PROBLEM |
Search the records below for "pptx"; copy each line that has it.

[Items from a data source]

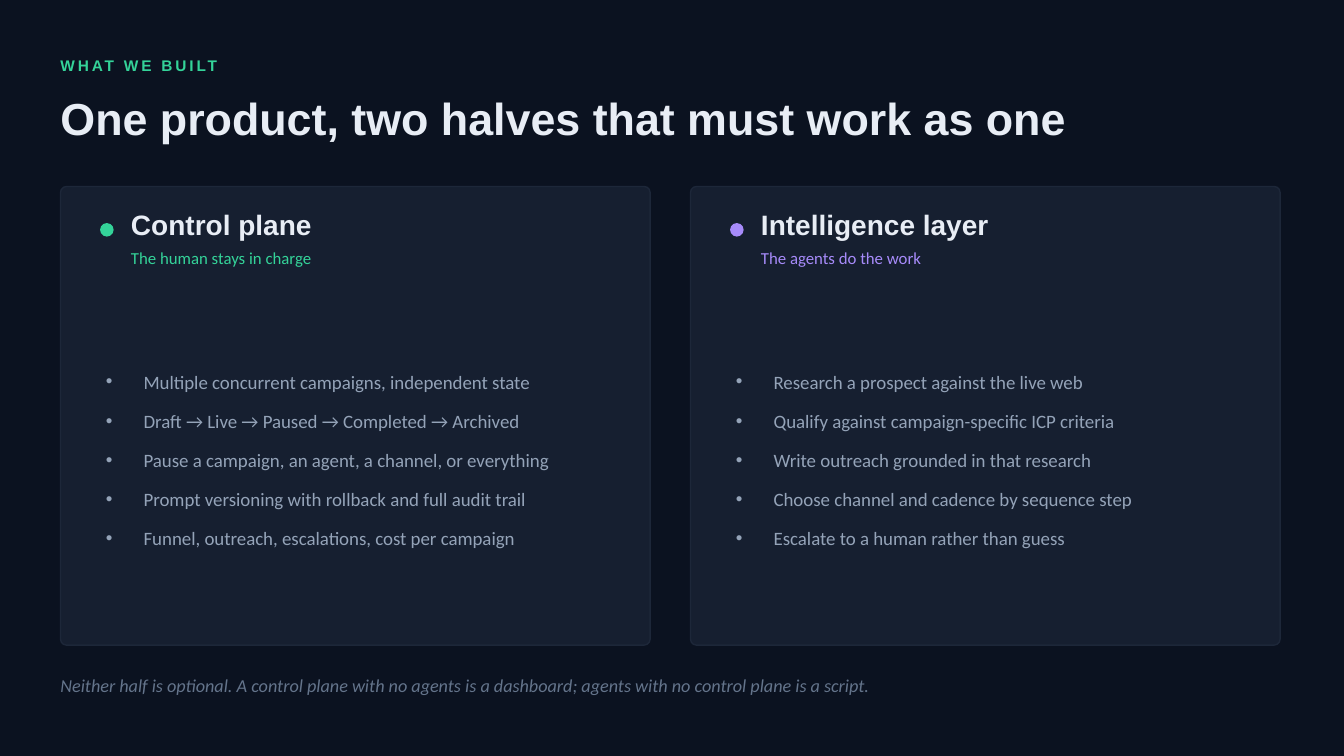
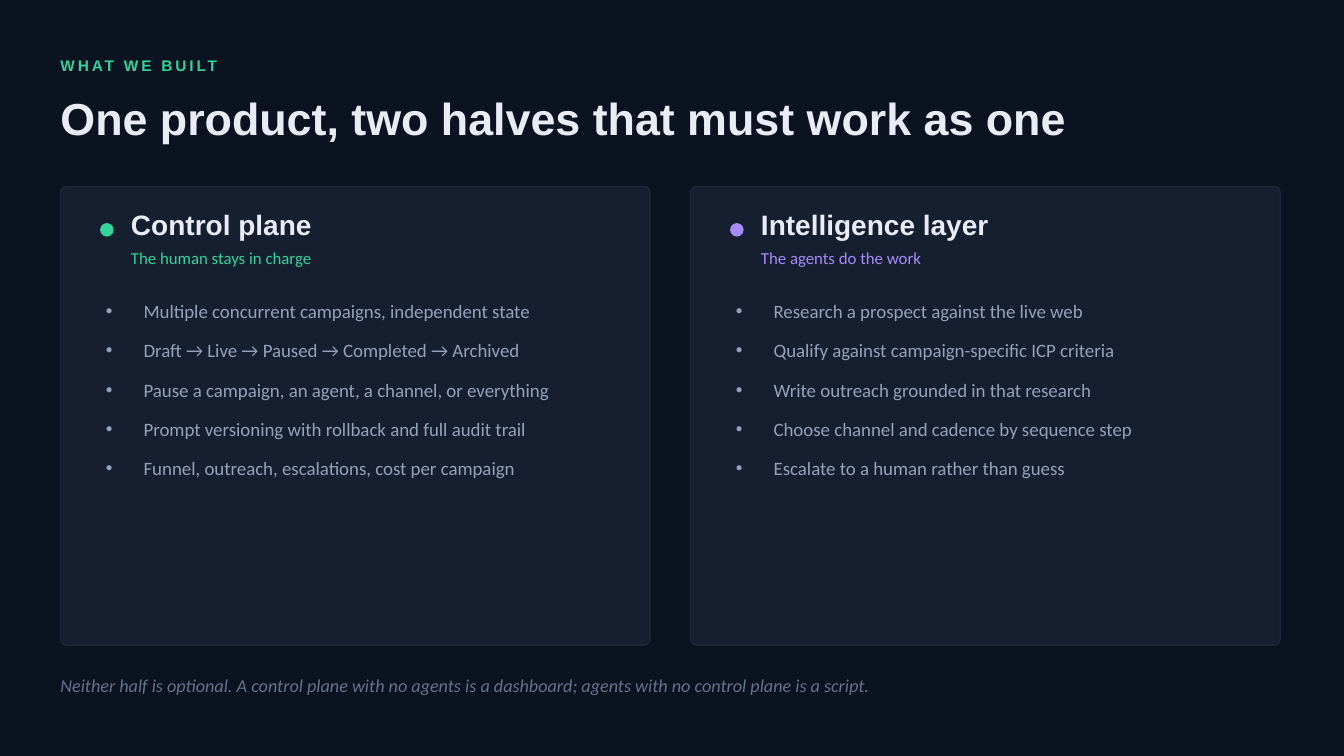
Before and after one commit to shanmukhapreetham27/sdr-autopilot, a slide deck: slide 3 of docs/SDR-Autopilot-Deck.pptx. Drawn at 1344x756 pixels with LibreOffice and Linux fonts; fonts in the diff are those of the drawing. Boxes give left, top, right and bottom in pixels: in the first picture for what was removed or moved away, otherwise in the second. Text is boxed around its words. In the diff, an @@ line names an element or a change of style, - is before the commit and + after.

```diff
--- a/docs/SDR-Autopilot-Deck.pptx
+++ b/docs/SDR-Autopilot-Deck.pptx
@@ text "Multiple concurrent campaigns, independent state" at (144,305,548,478): vertical alignment middle to top @@
@@ text "Research a prospect against the ..." at (774,305,1132,478): vertical alignment middle to top @@
```
Also in this commit, not shown: 3 other slides changed, 1 other file.

RESULT OF THIS TASK |
Before and after one commit to shanmukhapreetham27/sdr-autopilot, a slide deck: slide 3 of docs/SDR-Autopilot-Deck.pptx. Drawn at 1344x756 pixels with LibreOffice and Linux fonts; fonts in the diff are those of the drawing. Boxes give left, top, right and bottom in pixels: in the first picture for what was removed or moved away, otherwise in the second. Text is boxed around its words. In the diff, an @@ line names an element or a change of style, - is before the commit and + after.
--- a/docs/SDR-Autopilot-Deck.pptx
+++ b/docs/SDR-Autopilot-Deck.pptx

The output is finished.